Most talk of the climate problem takes place at the abstract level of a Davos panel—all global diagnoses and moral imperatives. The gritty practicalities of addressing it tend to get obscured. But any effort to engineer change on such a grand scale will be an unprecedented feat of business and government, and the spotty results of earlier attempts might give pause were they better known. Given how large our energy policy looms today, what has happened over the 32 years since The Atlantic first raised the issue of clean energy still draws surprisingly little notice.
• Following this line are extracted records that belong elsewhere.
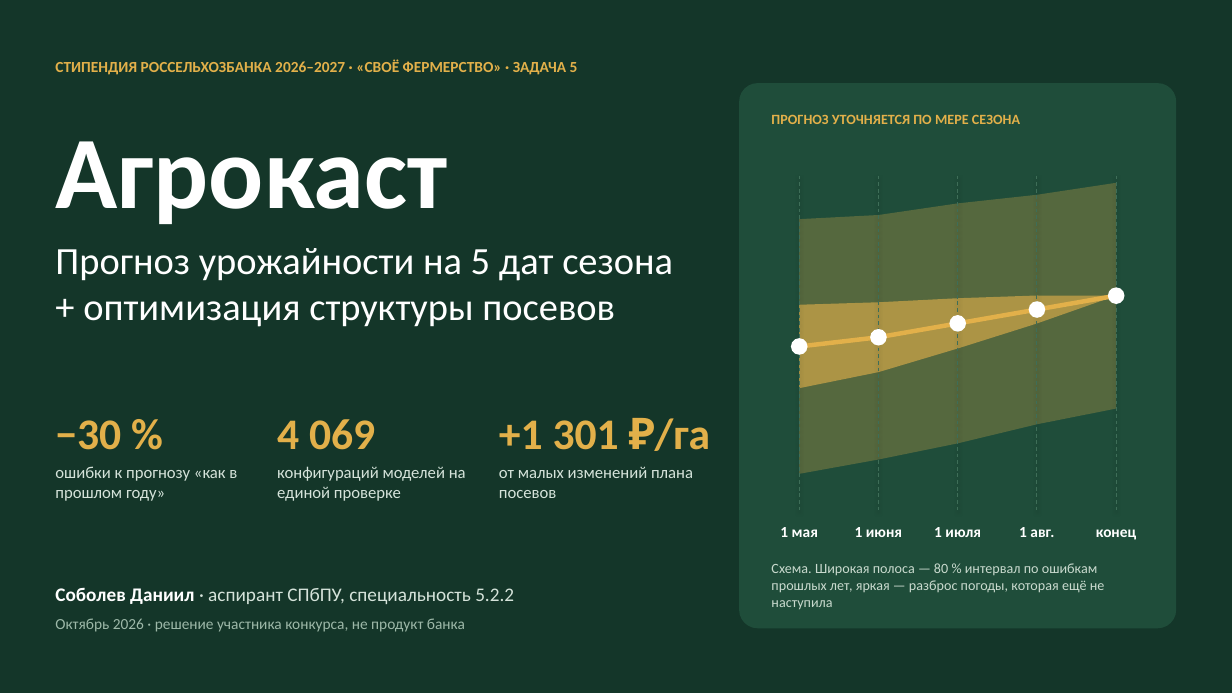
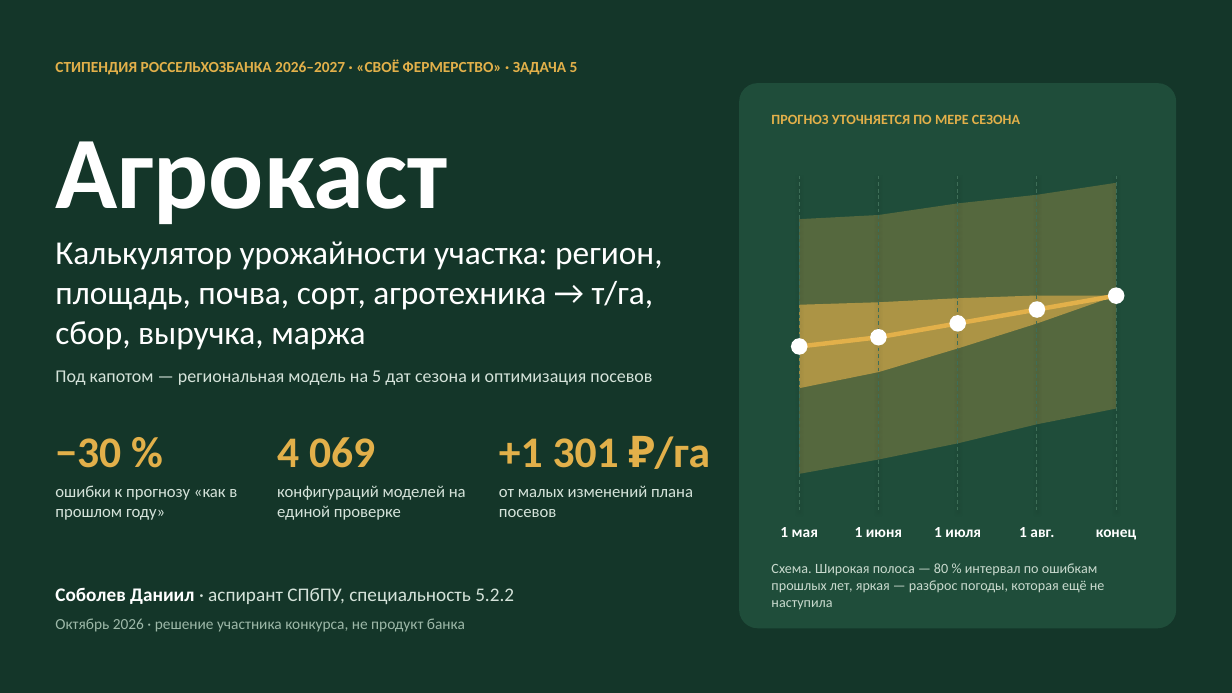
Before and after one commit to Parampaika/AgroCast, a slide deck: slide 1 of deck/out/agrokast_presentation.pptx. Drawn at 1232x693 pixels with LibreOffice and Linux fonts; fonts in the diff are those of the drawing. Boxes give left, top, right and bottom in pixels: in the first picture for what was removed or moved away, otherwise in the second. Text is boxed around its words. In the diff, an @@ line names an element or a change of style, - is before the commit and + after.

```diff
--- a/deck/out/agrokast_presentation.pptx
+++ b/deck/out/agrokast_presentation.pptx
@@ text added at (55,241,662,350), 26 pt, text #FFFFFF @@
+Калькулятор урожайности участка: регион, площадь, почва, сорт, агротехника → т/га, сбор, выручка, маржа
@@ text at (55,370,652,385): text changed; size 30 to 14 pt; text colour #FFFFFF to #D5E3DA @@
-Прогноз урожайности на 5 дат сезона + оптимизация структуры посевов
+Под капотом — региональная модель на 5 дат сезона и оптимизация посевов
@@ 6 texts: place and size @@
-6 texts at (55,418,710,501)
+6 texts at (55,436,710,520)
```
Also in this commit, not shown: 5 other slides changed, 9 other files.

On one level, this is understandable. Talking about conservation and energy efficiency in the context of the 1970s summons up images of monkish self-denial, a lifestyle of bulky sweaters and humiliatingly small foreign cars that’s a lousy advertisement for the world of tomorrow. It’s important to look back, though: Carter’s efforts failed because of the way the government encouraged clean energy, not because it tried. And the effects of decisions he made could be felt as recently as last fall. The NASA -in-the-’60s analogy would be more apt had the moon landing followed several decades of misfires and crashes.